======== Task inputs
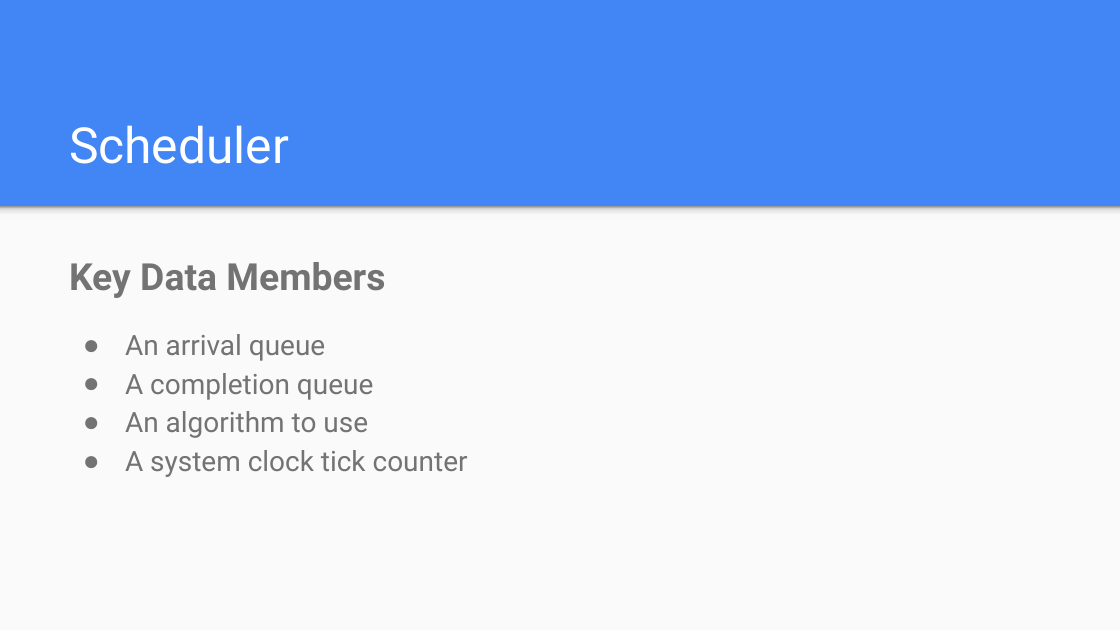
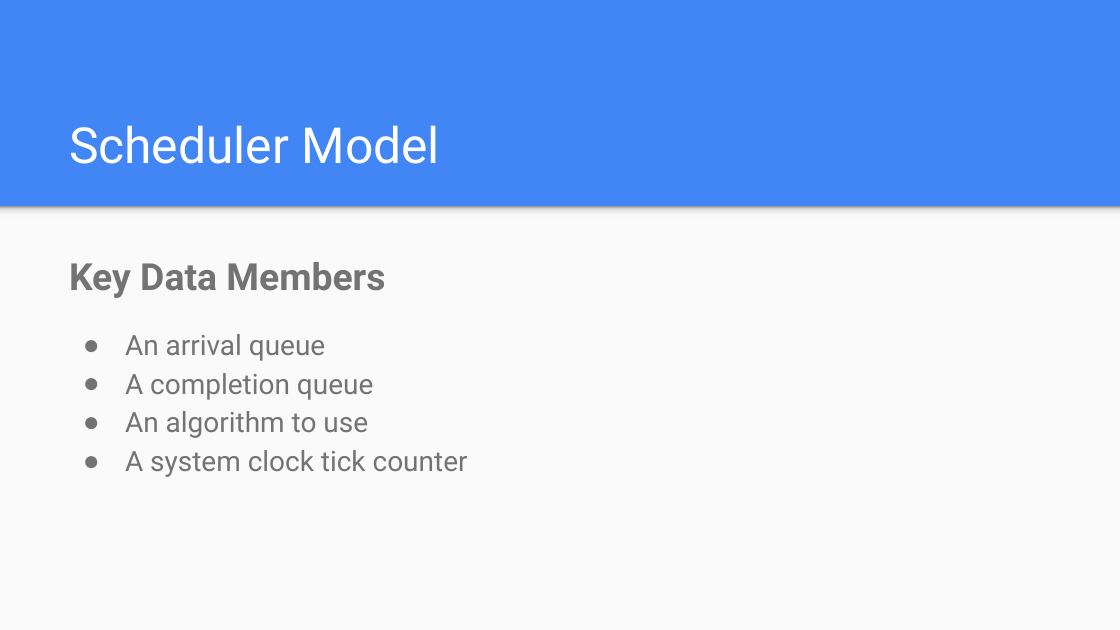
Before and after one commit to ryjen/scheduling-algos, a slide deck: slide 5 of scheduling/slides.pptx. Drawn at 1120x630 pixels with LibreOffice and Linux fonts; fonts in the diff are those of the drawing. Boxes give left, top, right and bottom in pixels: in the first picture for what was removed or moved away, otherwise in the second. Text is boxed around its words. In the diff, an @@ line names an element or a change of style, - is before the commit and + after.

```diff
--- a/scheduling/slides.pptx
+++ b/scheduling/slides.pptx
@@ title at [69, 125, 440, 164]: text changed @@
-Scheduler
+Scheduler Model
```
Also in this commit, not shown: 5 other slides changed, 1 other file.
================
Task requirements → Repeat the lines above precisely and skip every picture.

Exercise output →
Before and after one commit to ryjen/scheduling-algos, a slide deck: slide 5 of scheduling/slides.pptx. Drawn at 1120x630 pixels with LibreOffice and Linux fonts; fonts in the diff are those of the drawing. Boxes give left, top, right and bottom in pixels: in the first picture for what was removed or moved away, otherwise in the second. Text is boxed around its words. In the diff, an @@ line names an element or a change of style, - is before the commit and + after.

```diff
--- a/scheduling/slides.pptx
+++ b/scheduling/slides.pptx
@@ title at [69, 125, 440, 164]: text changed @@
-Scheduler
+Scheduler Model
```
Also in this commit, not shown: 5 other slides changed, 1 other file.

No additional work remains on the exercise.